Questo vuol dire, in soldoni, che una piccola incertezza sulla massa del quark top ha un effetto significativo sulle previsioni delle quantità osservabili effettuate dalla macchina Modello Standard, mentre una incertezza del valore della massa del bosone di Higgs relativamente grande (addirittura anche un centinaio di GeV) ha comunque un impatto modesto, perché smussato dalla dipendenza logaritmica. Siccome nel 1995 nessuna delle due quantità appena menzionate era mai stata ancora misurata (il quark top era cercato attivamente al Tevatron, vicino Chicago, dagli esperimenti CDF e D0, mentre il Bosone di Higgs, sebbene cercato da anni, verrà osservato direttamente soltanto nel 2012 a LHC), si decise di posizionare la manopola della massa del bosone di Higgs a un valore "più o meno ragionevole", pari a 300 GeV (dal 2012 sappiamo che il valore corretto è 125 GeV), confidenti che la scelta non avrebbe inficiato più di tanto le previsioni della nostra macchina. In pratica, nei calcoli, metterci una massa dell'Higgs di 300 GeV o di 200 o di 400 non implicava un effetto così evidente rispetto a sbagliare anche di poco il valore impostato della massa del quark top.
A quel punto l'unico parametro realmente impattante, l'unica manopola la cui regolazione fine avrebbe avuto un effetto rilevante nelle previsioni degli osservabili, restava la massa del quark top. E quindi si è cercato quel valore della massa del quark top che ottimizzasse al meglio e simultaneamente tutte le previsioni teoriche di tutte le quantità osservabili, in modo da minimizzare le loro differenze rispetto alle corrispondenti quantità misurate dagli esperimenti LEP. Si è fatto quello che in gergo tecnico si chiama un "fit", una minimizzazione. Il risultato di questo fit era la posizione della manopola "valore della massa del quark top" che ottimizzava l'accordo fra previsioni della macchina (le previsioni teoriche) e risultati sperimentali.
Questo discorso si capisce bene dalla figura qua sopra, che mostra 11 grafici, in ognuno dei quali è riportato come varia la previsione teorica del corrispondente osservabile misurato, a seconda della massa del quark top usata come input nel Modello Standard, massa del top che all'epoca era sconosciuta. Nella stessa figura si vede anche la corrispondente misura sperimentale (con relativo errore in giallo) di ciascun parametro.

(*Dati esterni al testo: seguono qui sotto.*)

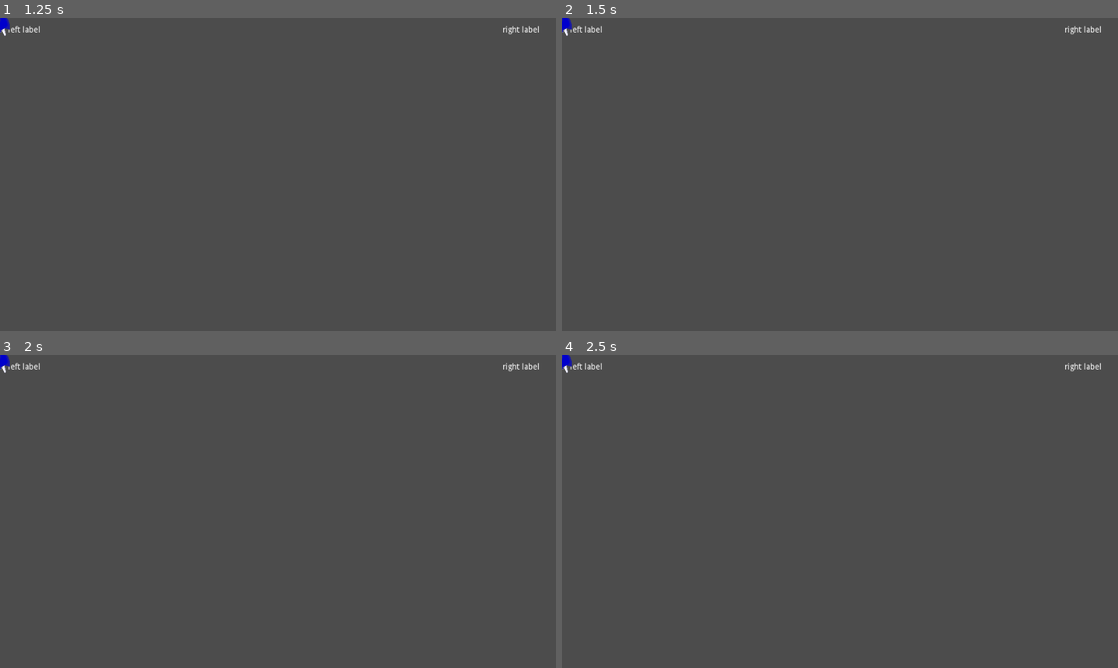
Above: before the commit, frames 1-4 (two rows, left to right).
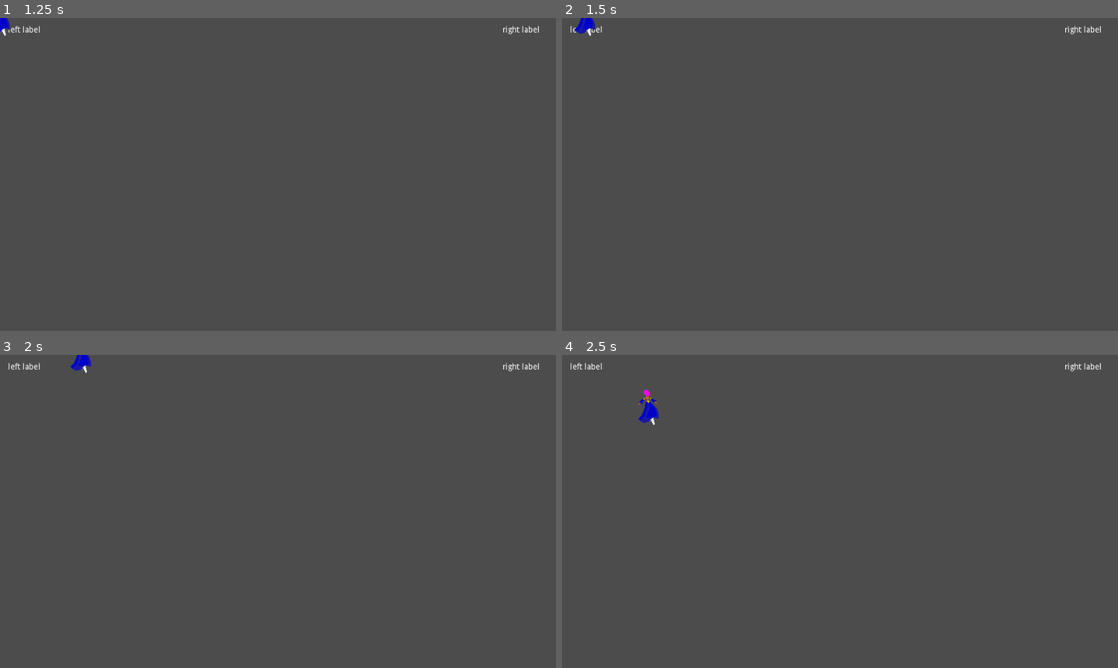
Above: after the commit, the same moments.

Repository: alpacanumerals/LD51
Game: Godot game, scene res://Title.tscn
Same seed, same stepped clock (60 frames per second), same inputs: the game is played once before the commit and once after it.
Inputs (mouse positions are in pixels of both pictures, inside the frame that each line leads up to):
- Up to frame 1 (1.25 s): click (216, 315) at 0.5 s
- Up to frame 2 (1.5 s): tap Enter at 1.25 s; hold Right (ui_right) from 1.28 s (still down)
- Up to frame 3 (2 s): keep holding Right (ui_right)
- Up to frame 4 (2.5 s): release Right (ui_right) at 2.03 s; hold Down (ui_down) from 2.03 s (still down)

Frame 1 is identical in both runs. In frame 2, 0.2% of the frame differs, in the area x 0-6%, y 0-6%; in frame 3, 0.2%; in frame 4, 0.3%, in the area x 0-18%, y 0-23%.

Commit message:
movement

Diff:
--- a/player/Player.tscn
+++ b/player/Player.tscn
@@ -12,7 +12,7 @@
 [ext_resource path="res://sprites/witch_bl/witch_bl_10.png" type="Texture" id=10]
 [ext_resource path="res://sprites/witch_bl/witch_bl_02.png" type="Texture" id=11]
 [ext_resource path="res://sprites/witch_bl/witch_bl_01.png" type="Texture" id=12]
-[ext_resource path="res://player/player.gd" type="Script" id=13]
+[ext_resource path="res://player/playerbody.gd" type="Script" id=14]
 
 [sub_resource type="SpriteFrames" id=1]
 animations = [ {
@@ -27,9 +27,9 @@
 height = 36.0
 
 [node name="PlayerRoot" type="Node"]
-script = ExtResource( 13 )
 
 [node name="KinematicBody2D" type="KinematicBody2D" parent="."]
+script = ExtResource( 14 )
 
 [node name="AnimatedSprite" type="AnimatedSprite" parent="KinematicBody2D"]
 frames = SubResource( 1 )
--- a/player/player.gd
+++ /dev/null
@@ -1,11 +0,0 @@
-extends Node
-
-export var speed = 400
-
-
-# Called when the node enters the scene tree for the first time.
-func _ready():
-    pass # Replace with function body.
-
-func _physics_process(delta):
-    pass
--- /dev/null
+++ b/player/playerbody.gd
@@ -0,0 +1,21 @@
+extends KinematicBody2D
+
+export (int) var speed = 200
+
+var velocity = Vector2()
+
+func get_input():
+    velocity = Vector2()
+    if Input.is_action_pressed("ui_right"):
+        velocity.x += 1
+    if Input.is_action_pressed("ui_left"):
+        velocity.x -= 1
+    if Input.is_action_pressed("ui_down"):
+        velocity.y += 1
+    if Input.is_action_pressed("ui_up"):
+        velocity.y -= 1
+    velocity = velocity.normalized() * speed
+
+func _physics_process(delta):
+    get_input()
+    velocity = move_and_slide(velocity)

Prendiamo ad esempio la prima figura in alto a sinistra. Essa riporta, con la barra gialla, il valore misurato di Gamma_Z, la larghezza della particella Z, ovvero uno dei parametri misurati sperimentalmente al LEP, con relativa incertezza sperimentale. La linea nera centrale è il valore misurato, l'ampiezza della barra gialla rappresenta l'incertezza sperimentale, a sinistra e a destra del valore misurato. Gamma_Z è misurato in modo abbastanza preciso, ma altri parametri, come si vede dagli altri grafici, hanno misure meno precise, e quindi la banda gialla in quei casi è più larga. Nel nostro caso Gamma_Z è circa 2.5 GeV, con una piccola incertezza.
A questo punto vediamo cosa ci prevede la teoria (la nostra macchina con le manopole) per Gamma_Z. La previsione dipende fortemente da come posizioniamo la tacca della manopola relativa al valore della massa del quark top. La banda grigia riproduce infatti la previsione teorica di Gamma_Z al variare del valore di M_top, riportato nella scala in ordinata. Il fatto che la banda sia larga, e non una semplice linea, è dovuto al fatto che ci sono piccole incertezze aggiuntive legate alla posizione di tutte le altre manopole, che in questo caso contano poco, ma un po' contano, e in pratica sbrodolano la banda grigia, che idealmente dovrebbe essere una semplice linea. La zona in cui la banda grigia (cioè la previsione di Gamma_Z da parte dell Modello Standard) incontra la banda gialla (cioè la misura sperimentale) ci fornisce l'intervallo di valori più probabili per la massa del quark top. Il valore della massa del quark top che riproduce al meglio il valore di Gamma_Z misurato è tra 150 e 200 GeV, come si vede dalla figura.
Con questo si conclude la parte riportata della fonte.